In a bowl or barrel mix up 3 cups of flour, a teaspoon of the dry yeast, and a couple teaspoons of salt. We’d prefer sea salt, but you play with cards you are dealt. Pour in a cup and a half of warm water until you have something resembling sticky dough. Cover this up and keep it near a low fire, allowing the heat to activate the yeast for 10-18 hours until the dough rises. Stoke the fire and get it nice and hot to around 450 degrees.
Preheat your Dutch oven for about 30 minutes. In the meantime, take out the frustration of your situation on the dough, pounding it down. Flour it all up and shape it into a ball. Toss a little more flour on it, wrap it up in plastic wrap or an old plastic shopping bag, and let it sit while the oven is preheating. Take the Dutch oven off the fire, lightly grease, and place the dough inside. Cover it up and put it back on the fire, baking the bread for about 45 minutes. Remove the cover for about 15 minutes until the bread is golden brown on top. Cut the bread in half horizontally, hollow out a small portion, and place the remaining Hella Good Old Yella meat inside (without the bones, of course).
Let everything cool down, and then slice it into individual portions. You need to make this last until you can find a new best friend.
After a couple of Sarge-based meals, it’s time to utilize the remainder of your buddy before he’s inedible. This will make the best use of his remaining parts. Cube the leftover meat into bite-sized chunks. If you have any wine or spices left over, mix them into a marinade and toss the meat cubes into it for about an hour. Believe us, you’re going to want to do whatever you can to add flavor.

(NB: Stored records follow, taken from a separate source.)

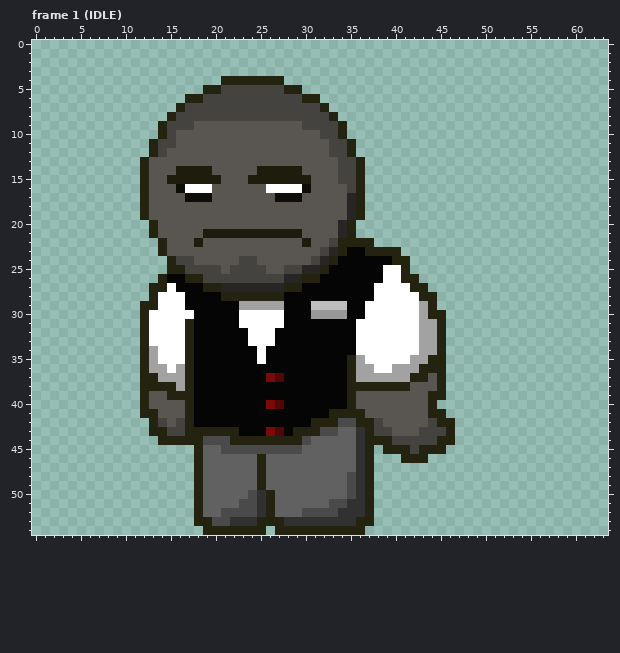
One commit to this pixel-art file: assets/Enemies/receptionist.aseprite. Above, as it was before the edit.
64x55 pixels, 19 frames. Colours within 5 levels of each other are drawn and written as one. Shown: frame 1 (IDLE). The commit also changed other frames, which this record leaves out.
Once edited:
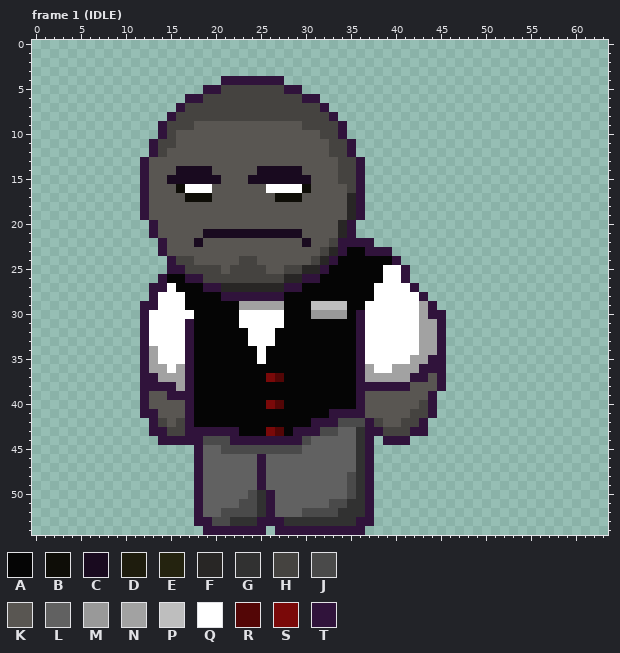
Palette (. is transparent): A #050505  B #0e0d07  C #190a1f  D #1e1c0d  E #24230f  F #282625  G #313131  H #454340  J #4a4a4a  K #595652  L #616161  M #999999  N #a2a2a2  P #bebebe  Q #ffffff  R #530606  S #7a0909  T #30133b
Changes in this commit:
--- frame 1 (IDLE), layers "HEAD", "BODY", ":EGS"
@@ x 10..48 @@
  3 .......................................
- 4 ...........EEEEEEE.....................
- 5 .........EEHHHHHHHEE...................
- 6 .......EEHHHHHHHHHHHEE.................
- 7 ......EHHHHHHHHHHHHHHHE................
- 8 .....EHHHHHHHHHHHHHHHHHE...............
- 9 ....EHHHKKKKKKKKKKKKHHHHE..............
-10 ....EHKKKKKKKKKKKKKKKKHHE..............
-11 ...EHHKKKKKKKKKKKKKKKKKHHE.............
-12 ...EHKKKKKKKKKKKKKKKKKKHHE.............
-13 ..EKKKKKKKKKKKKKKKKKKKKKHHE............
-14 ..EKKKDDDDKKKKKDDDDDKKKKHHE............
-15 ..EKKDDDDDDKKKDDDDDDDKKKHHE............
-16 ..EKKKBQQQKKKKKKQQQQBKKKKHE............
-17 ..EKKKKBBBKKKKKKKBBBKKKKKFE............
-18 ..EKKKKKKKKKKKKKKKKKKKKKKFE............
-19 ..EKKKKKKKKKKKKKKKKKKKKKKFE............
-20 ...EKKKKKKKKKKKKKKKKKKKKFE.............
-21 ...EKKKKKDDDDDDDDDDDKKKKFE.............
-22 ....EKKKDKKKKKKKKKKKDKKHEEEE...........
-23 ....EKKKKKKKKKKKKKKKKKHFEAAEEEE........
-24 .....EHHKKKKKHHKKKKKKHFEAAAAAAEE.......
-25 .....EEHHHHKHHHHKKHHFFEAAAAAAQQE.......
-26 ....EAAEEHHHHHHHHHFFEEAAAAAAAQQEE......
-27 ...EEQAAAEEFFFFFFFEEAAAAAAAAQQQQEE.....
-28 ...EQQQAAAAEEEEEEEAAAAAAAAAAQQQQQEE....
-29 ..EEQQQAAAAAANNNNNAAAPPPPAAQQQQQQNE....
-30 ..EQQQQQAAAAAQQQQQAAAMMMMAAQQQQQQNEE...
-31 ..EQQQQEAAAAAQQQQQAAAAAAAAQQQQQQQNNE...
-32 ..EQQQQEAAAAAAQQQAAAAAAAAAQQQQQQQNNE...
-33 ..EQQQQEAAAAAAQQQAAAAAAAAAQQQQQQQNNE...
-34 ..ENQQQEAAAAAAAQAAAAAAAAAAQQQQQQQNNE...
-35 ..ENQQQEAAAAAAAQAAAAAAAAAENQQQQQNNEE...
-36 ..ENNQNEAAAAAAAAAAAAAAAAAENNQQNNNEEE...
-37 ..EENNNEAAAAAAAASRAAAAAAAENNNNNNEEKE...
-38 ..EEEENEAAAAAAAAAAAAAAAAAEEEEEEEKKKE...
-39 ..EKKEEEAAAAAAAAAAAAAAAAAEKKKKKKKKEE...
-40 ..EKKKKEAAAAAAAASRAAAAAAAEKKKKKKKKE....
-41 ..EEKKKEAAAAAAAAAAAAAAAEEEEKKKKKKKEE...
-42 ...EHKHEAAAAAAAAAAAAAEEEJJEEHKKKKKHEE..
-43 ...EEHHEEEEEEAAASRAEEEJJLLGEHHKKKHHHE..
-44 ....EEEEEJJJEEEEEEEEJLLLLLGEEEHHHHHEE..
-45 ........ELLJJJJJJJJJLLLLLLGE.EEEHEEE...
-46 ........ELLLLLLELLLLLLLLLLGE...EEE.....
-47 ........ELLLLLLELLLLLLLLLLGE...........
-48 ........ELLLLLLELLLLLLLLLJGE...........
-49 ........ELLLLLLELLLLLLLLLJGE...........
-50 ........ELLLLLJGELLLLLLLLJGE...........
-51 ........ELLLLJJGELLLLLLJJGGE...........
-52 ........ELLJJJJGELLLJJJJGGGE...........
-53 ........EEJJGGGEEEGGGGGGGGEE...........
-54 .........EEEEEEE.EEEEEEEEEE............
+ 4 ...........TTTTTTT.....................
+ 5 .........TTHHHHHHHTT...................
+ 6 .......TTHHHHHHHHHHHTT.................
+ 7 ......THHHHHHHHHHHHHHHT................
+ 8 .....THHHHHHHHHHHHHHHHHT...............
+ 9 ....THHHKKKKKKKKKKKKHHHHT..............
+10 ....THKKKKKKKKKKKKKKKKHHT..............
+11 ...THHKKKKKKKKKKKKKKKKKHHT.............
+12 ...THKKKKKKKKKKKKKKKKKKHHT.............
+13 ..TKKKKKKKKKKKKKKKKKKKKKHHT............
+14 ..TKKKCCCCKKKKKCCCCCKKKKHHT............
+15 ..TKKCCCCCCKKKCCCCCCCKKKHHT............
+16 ..TKKKBQQQKKKKKKQQQQBKKKKHT............
+17 ..TKKKKBBBKKKKKKKBBBKKKKKFT............
+18 ..TKKKKKKKKKKKKKKKKKKKKKKFT............
+19 ..TKKKKKKKKKKKKKKKKKKKKKKFT............
+20 ...TKKKKKKKKKKKKKKKKKKKKFT.............
+21 ...TKKKKKCCCCCCCCCCCKKKKFT.............
+22 ....TKKKCKKKKKKKKKKKCKKHTTTT...........
+23 ....TKKKKKKKKKKKKKKKKKHFTAATTT.........
+24 .....THHKKKKKHHKKKKKKHFTAAAAAAT........
+25 .....TTHHHHKHHHHKKHHFFTAAAAAAQQT.......
+26 ....TAATTHHHHHHHHHFFTTAAAAAAAQQT.......
+27 ...TTQAAATTFFFFFFFTTAAAAAAAAQQQQT......
+28 ...TQQQAAAATTTTTTTAAAAAAAAAAQQQQQT.....
+29 ..TTQQQAAAAAANNNNNAAAPPPPAAQQQQQQNT....
+30 ..TQQQQQAAAAAQQQQQAAAMMMMATQQQQQQNTT...
+31 ..TQQQQTAAAAAQQQQQAAAAAAAATQQQQQQNNT...
+32 ..TQQQQTAAAAAAQQQAAAAAAAAATQQQQQQNNT...
+33 ..TQQQQTAAAAAAQQQAAAAAAAAATQQQQQQNNT...
+34 ..TNQQQTAAAAAAAQAAAAAAAAAATQQQQQQNNT...
+35 ..TNQQQTAAAAAAAQAAAAAAAAAATQQQQQNNTT...
+36 ..TNNQNTAAAAAAAAAAAAAAAAAATNQQNNNTTT...
+37 ..TTNNNTAAAAAAAASRAAAAAAAATNNNNNTTKT...
+38 ..TTTTNTAAAAAAAAAAAAAAAAAATTTTTTKKKT...
+39 ..TKKTTTAAAAAAAAAAAAAAAAAATKKKKKKKT....
+40 ..TKKKKTAAAAAAAASRAAAAAAAATKKKKKKHT....
+41 ..TTKKKTAAAAAAAAAAAAAAATTTTKKKKKHHT....
+42 ...THKHTAAAAAAAAAAAAATTTJJJTHKKHHT.....
+43 ...TTHHTTTTTTAAASRATTTJJLLGTTHHHTT.....
+44 ....TTTTTJJJTTTTTTTTJLLLLLGT.TTT.......
+45 ........TLLJJJJJJJJJLLLLLLGT...........
+46 ........TLLLLLLTLLLLLLLLLLGT...........
+47 ........TLLLLLLTLLLLLLLLLLGT...........
+48 ........TLLLLLLTLLLLLLLLLJGT...........
+49 ........TLLLLLLTLLLLLLLLLJGT...........
+50 ........TLLLLLJGTLLLLLLLLJGT...........
+51 ........TLLLLJJGTLLLLLLJJGGT...........
+52 ........TLLJJJJGTLLLJJJJGGGT...........
+53 ........TTJJGGGTTTGGGGGGGGTT...........
+54 .........TTTTTTT.TTTTTTTTTT............

Meanwhile, get a grill or grate over the fire and start preheating it. Place the marinated meat onto stick skewers, alternating the meat with any of the onion that is left over from your first meal. The more vegetables you’re able to scrounge together, the longer this feast will last. Grill the kebabs for 5-15 minutes, turning them occasionally, making sure you are cooking them thoroughly. The last thing you need is a bit of food poisoning after you have come this far. Drink the remaining wine and toast Sarge’s memory. Savor every last bit and drift off to sleep, planning for the long, virus-filled nights ahead without your dog by your side.